A brain-computer interface (BCI) can operate a computer by analyzing electroencephalogram data. A BCI does not require body motion; therefore, the physically handicapped, such as those who suffer from amyotrophic lateral sclerosis (ALS), can also operate a computer. However, with ALS patients, attaching electrodes requires significant time and effort. In this study, we examine the number and arrangement of electrodes for a character input BCI in consideration of the limitations encountered with ALS patients. We found that the percentage of correct answers was greater with a smaller number of electrodes than the current number of electrodes. Moreover, we consider that the Cz and CP4 electrode positions are effective for P300 discrimination.

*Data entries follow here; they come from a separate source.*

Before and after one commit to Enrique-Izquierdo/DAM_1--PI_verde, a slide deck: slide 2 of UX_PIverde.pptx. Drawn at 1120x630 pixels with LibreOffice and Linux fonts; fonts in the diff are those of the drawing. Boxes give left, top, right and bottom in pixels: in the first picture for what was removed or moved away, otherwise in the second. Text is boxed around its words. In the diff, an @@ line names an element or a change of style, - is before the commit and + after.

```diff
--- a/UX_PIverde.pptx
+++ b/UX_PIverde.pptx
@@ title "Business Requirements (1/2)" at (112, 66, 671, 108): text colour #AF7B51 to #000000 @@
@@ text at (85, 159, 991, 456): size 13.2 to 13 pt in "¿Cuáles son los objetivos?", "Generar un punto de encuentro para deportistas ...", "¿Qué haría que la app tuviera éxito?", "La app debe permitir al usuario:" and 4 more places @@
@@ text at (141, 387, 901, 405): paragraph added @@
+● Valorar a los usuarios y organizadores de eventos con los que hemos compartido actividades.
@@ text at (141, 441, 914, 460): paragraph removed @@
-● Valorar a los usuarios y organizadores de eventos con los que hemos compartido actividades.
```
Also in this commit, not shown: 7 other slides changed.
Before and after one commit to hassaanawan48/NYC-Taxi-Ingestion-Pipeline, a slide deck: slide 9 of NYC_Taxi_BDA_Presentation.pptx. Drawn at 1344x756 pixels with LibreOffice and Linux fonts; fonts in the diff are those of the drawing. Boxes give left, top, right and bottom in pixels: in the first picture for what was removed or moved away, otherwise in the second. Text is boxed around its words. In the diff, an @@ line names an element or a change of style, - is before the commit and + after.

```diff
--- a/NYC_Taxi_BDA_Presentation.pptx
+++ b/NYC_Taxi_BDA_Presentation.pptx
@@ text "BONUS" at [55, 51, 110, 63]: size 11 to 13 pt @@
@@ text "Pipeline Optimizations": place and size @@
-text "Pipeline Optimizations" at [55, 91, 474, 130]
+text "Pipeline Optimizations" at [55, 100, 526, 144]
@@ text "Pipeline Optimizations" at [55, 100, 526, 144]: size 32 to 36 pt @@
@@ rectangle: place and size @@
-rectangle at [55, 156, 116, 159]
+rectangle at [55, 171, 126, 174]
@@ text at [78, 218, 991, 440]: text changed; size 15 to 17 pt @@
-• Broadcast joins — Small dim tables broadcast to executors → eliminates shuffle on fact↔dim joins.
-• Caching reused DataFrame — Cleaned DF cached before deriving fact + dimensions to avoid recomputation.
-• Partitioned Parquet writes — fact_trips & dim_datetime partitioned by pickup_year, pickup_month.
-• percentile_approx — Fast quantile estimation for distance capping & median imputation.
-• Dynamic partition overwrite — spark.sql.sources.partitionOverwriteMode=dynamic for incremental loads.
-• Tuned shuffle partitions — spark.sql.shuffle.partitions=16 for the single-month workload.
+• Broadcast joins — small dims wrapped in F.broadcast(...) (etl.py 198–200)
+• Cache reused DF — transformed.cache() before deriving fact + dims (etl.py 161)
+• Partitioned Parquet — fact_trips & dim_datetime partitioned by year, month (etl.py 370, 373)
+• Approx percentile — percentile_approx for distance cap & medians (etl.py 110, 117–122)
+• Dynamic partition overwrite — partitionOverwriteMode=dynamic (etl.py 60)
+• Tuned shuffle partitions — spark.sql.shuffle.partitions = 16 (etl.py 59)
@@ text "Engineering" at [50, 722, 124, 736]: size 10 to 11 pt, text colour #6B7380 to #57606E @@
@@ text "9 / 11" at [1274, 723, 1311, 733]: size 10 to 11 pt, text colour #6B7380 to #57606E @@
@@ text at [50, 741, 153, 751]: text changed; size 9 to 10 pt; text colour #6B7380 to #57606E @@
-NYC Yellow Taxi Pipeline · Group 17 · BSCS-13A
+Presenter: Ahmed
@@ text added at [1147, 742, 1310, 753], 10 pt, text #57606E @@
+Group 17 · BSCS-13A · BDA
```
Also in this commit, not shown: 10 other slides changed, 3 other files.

Physiological and psychological evaluations in low- and high-frequency noise using near-infrared spectroscopy

This study aims to evaluate physiological and psychological states using near infrared spectroscopy in noise environments with low or high frequencies. Our system assumes that noise affects brain activity in the frontal lobe. In order to evaluate the subject’s states in a noise environment, we constructed an experimental system that measures the subject’s states. The experimental method adopted here was borrowed from our previous studies. In the present study, we collected experimental data about the subject’s unpleasant or pleasant experiences by producing a noise environment with low and high frequencies. We conclude that noises with low or high frequencies affect our psychological states as well as brain activity in the frontal lobe.